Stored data
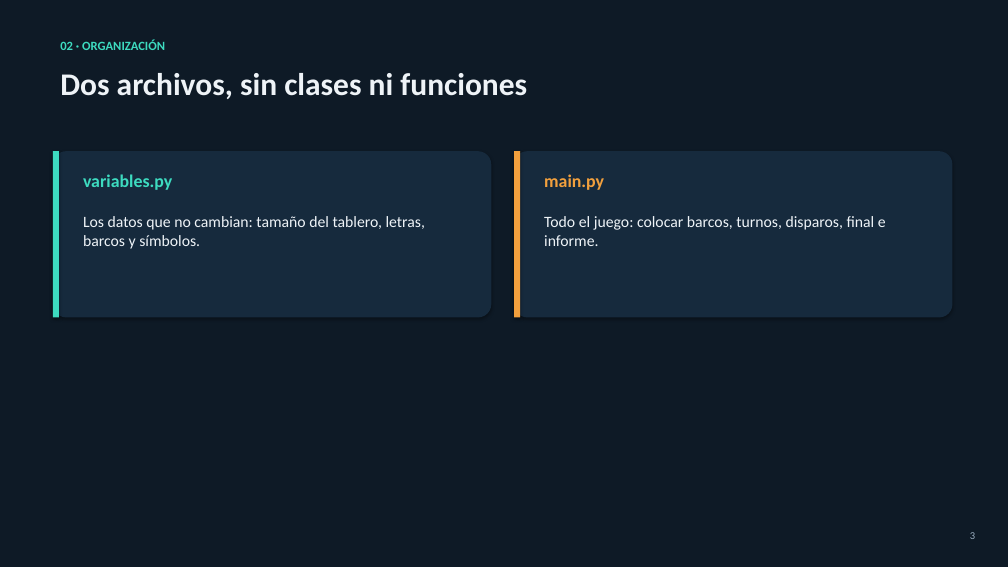
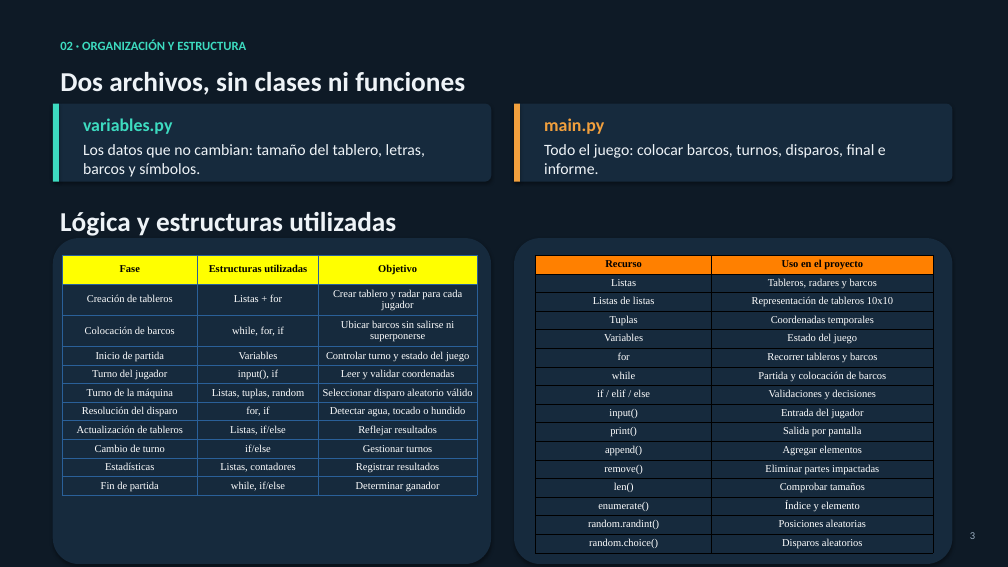
Before and after one commit to GeraFabiKu/Desafio-Hundir-La-Flota, a slide deck: slide 3 of PRESENTACION.pptx. Drawn at 1008x567 pixels with LibreOffice and Linux fonts; fonts in the diff are those of the drawing. Boxes give left, top, right and bottom in pixels: in the first picture for what was removed or moved away, otherwise in the second. Text is boxed around its words. In the diff, an @@ line names an element or a change of style, - is before the commit and + after.

```diff
--- a/PRESENTACION.pptx
+++ b/PRESENTACION.pptx
@@ text at (60,39,246,50): text changed @@
-02 · ORGANIZACIÓN
+02 · ORGANIZACIÓN Y ESTRUCTURA
@@ text "Dos archivos, sin clases ni ..." at (60,72,465,95): size 30 to 26 pt @@
@@ rounded rectangle: place and size @@
-rounded rectangle at (53,151,492,318)
+rounded rectangle at (53,104,492,181)
@@ rectangle: place and size @@
-rectangle at (53,151,59,318)
+rectangle at (53,104,59,181)
@@ text "variables.py": place and size @@
-text "variables.py" at (83,174,172,190)
+text "variables.py" at (83,118,172,134)
@@ rounded rectangle: place and size @@
-rounded rectangle at (514,151,953,318)
+rounded rectangle at (514,104,953,181)
@@ rectangle: place and size @@
-rectangle at (514,151,520,318)
+rectangle at (514,104,520,181)
@@ text "main.py": place and size @@
-text "main.py" at (544,174,604,190)
+text "main.py" at (544,118,604,134)
@@ text "Los datos que no cambian: ...": place and size @@
-text "Los datos que no cambian: ..." at (83,216,425,249)
+text "Los datos que no cambian: ..." at (83,144,425,177)
@@ text "Todo el juego: colocar barcos, ...": place and size @@
-text "Todo el juego: colocar barcos, ..." at (544,216,886,246)
+text "Todo el juego: colocar barcos, ..." at (544,144,886,174)
@@ rounded rectangle added at (53,238,492,564), fill #162A3D @@
@@ text added at (60,212,396,236), 26 pt, text #EEF3F7, bold @@
+Lógica y estructuras utilizadas
@@ rounded rectangle added at (514,238,953,564), fill #162A3D @@
@@ table added at (62,255,478,555), 11 rows, 3 columns @@
+Fase | Estructuras utilizadas | Objetivo
+Creación de tableros | Listas + for | Crear tablero y radar para cada jugador
+Colocación de barcos | while, for, if | Ubicar barcos sin salirse ni superponerse
+Inicio de partida | Variables | Controlar turno y estado del juego
+Turno del jugador | input(), if | Leer y validar coordenadas
+Turno de la máquina | Listas, tuplas, random | Seleccionar disparo aleatorio válido
+Resolución del disparo | for, if | Detectar agua, tocado o hundido
+Actualización de tableros | Listas, if/else | Reflejar resultados
+Cambio de turno | if/else | Gestionar turnos
+Estadísticas | Listas, contadores | Registrar resultados
+Fin de partida | while, if/else | Determinar ganador
@@ table added at (536,256,933,553), 16 rows, 2 columns @@
+Recurso | Uso en el proyecto
+Listas | Tableros, radares y barcos
+Listas de listas | Representación de tableros 10x10
+Tuplas | Coordenadas temporales
+Variables | Estado del juego
+for | Recorrer tableros y barcos
+while | Partida y colocación de barcos
+if / elif / else | Validaciones y decisiones
+input() | Entrada del jugador
+print() | Salida por pantalla
+append() | Agregar elementos
+remove() | Eliminar partes impactadas
+len() | Comprobar tamaños
+enumerate() | Índice y elemento
+random.randint() | Posiciones aleatorias
+random.choice() | Disparos aleatorios
```
Also in this commit, not shown: 5 other slides changed, 11 other files.

## WHAT IS BEING ASKED
Leaving the pictures aside, write out the entries above exactly.

## EXPECTED ANSWER
Before and after one commit to GeraFabiKu/Desafio-Hundir-La-Flota, a slide deck: slide 3 of PRESENTACION.pptx. Drawn at 1008x567 pixels with LibreOffice and Linux fonts; fonts in the diff are those of the drawing. Boxes give left, top, right and bottom in pixels: in the first picture for what was removed or moved away, otherwise in the second. Text is boxed around its words. In the diff, an @@ line names an element or a change of style, - is before the commit and + after.

```diff
--- a/PRESENTACION.pptx
+++ b/PRESENTACION.pptx
@@ text at (60,39,246,50): text changed @@
-02 · ORGANIZACIÓN
+02 · ORGANIZACIÓN Y ESTRUCTURA
@@ text "Dos archivos, sin clases ni ..." at (60,72,465,95): size 30 to 26 pt @@
@@ rounded rectangle: place and size @@
-rounded rectangle at (53,151,492,318)
+rounded rectangle at (53,104,492,181)
@@ rectangle: place and size @@
-rectangle at (53,151,59,318)
+rectangle at (53,104,59,181)
@@ text "variables.py": place and size @@
-text "variables.py" at (83,174,172,190)
+text "variables.py" at (83,118,172,134)
@@ rounded rectangle: place and size @@
-rounded rectangle at (514,151,953,318)
+rounded rectangle at (514,104,953,181)
@@ rectangle: place and size @@
-rectangle at (514,151,520,318)
+rectangle at (514,104,520,181)
@@ text "main.py": place and size @@
-text "main.py" at (544,174,604,190)
+text "main.py" at (544,118,604,134)
@@ text "Los datos que no cambian: ...": place and size @@
-text "Los datos que no cambian: ..." at (83,216,425,249)
+text "Los datos que no cambian: ..." at (83,144,425,177)
@@ text "Todo el juego: colocar barcos, ...": place and size @@
-text "Todo el juego: colocar barcos, ..." at (544,216,886,246)
+text "Todo el juego: colocar barcos, ..." at (544,144,886,174)
@@ rounded rectangle added at (53,238,492,564), fill #162A3D @@
@@ text added at (60,212,396,236), 26 pt, text #EEF3F7, bold @@
+Lógica y estructuras utilizadas
@@ rounded rectangle added at (514,238,953,564), fill #162A3D @@
@@ table added at (62,255,478,555), 11 rows, 3 columns @@
+Fase | Estructuras utilizadas | Objetivo
+Creación de tableros | Listas + for | Crear tablero y radar para cada jugador
+Colocación de barcos | while, for, if | Ubicar barcos sin salirse ni superponerse
+Inicio de partida | Variables | Controlar turno y estado del juego
+Turno del jugador | input(), if | Leer y validar coordenadas
+Turno de la máquina | Listas, tuplas, random | Seleccionar disparo aleatorio válido
+Resolución del disparo | for, if | Detectar agua, tocado o hundido
+Actualización de tableros | Listas, if/else | Reflejar resultados
+Cambio de turno | if/else | Gestionar turnos
+Estadísticas | Listas, contadores | Registrar resultados
+Fin de partida | while, if/else | Determinar ganador
@@ table added at (536,256,933,553), 16 rows, 2 columns @@
+Recurso | Uso en el proyecto
+Listas | Tableros, radares y barcos
+Listas de listas | Representación de tableros 10x10
+Tuplas | Coordenadas temporales
+Variables | Estado del juego
+for | Recorrer tableros y barcos
+while | Partida y colocación de barcos
+if / elif / else | Validaciones y decisiones
+input() | Entrada del jugador
+print() | Salida por pantalla
+append() | Agregar elementos
+remove() | Eliminar partes impactadas
+len() | Comprobar tamaños
+enumerate() | Índice y elemento
+random.randint() | Posiciones aleatorias
+random.choice() | Disparos aleatorios
```
Also in this commit, not shown: 5 other slides changed, 11 other files.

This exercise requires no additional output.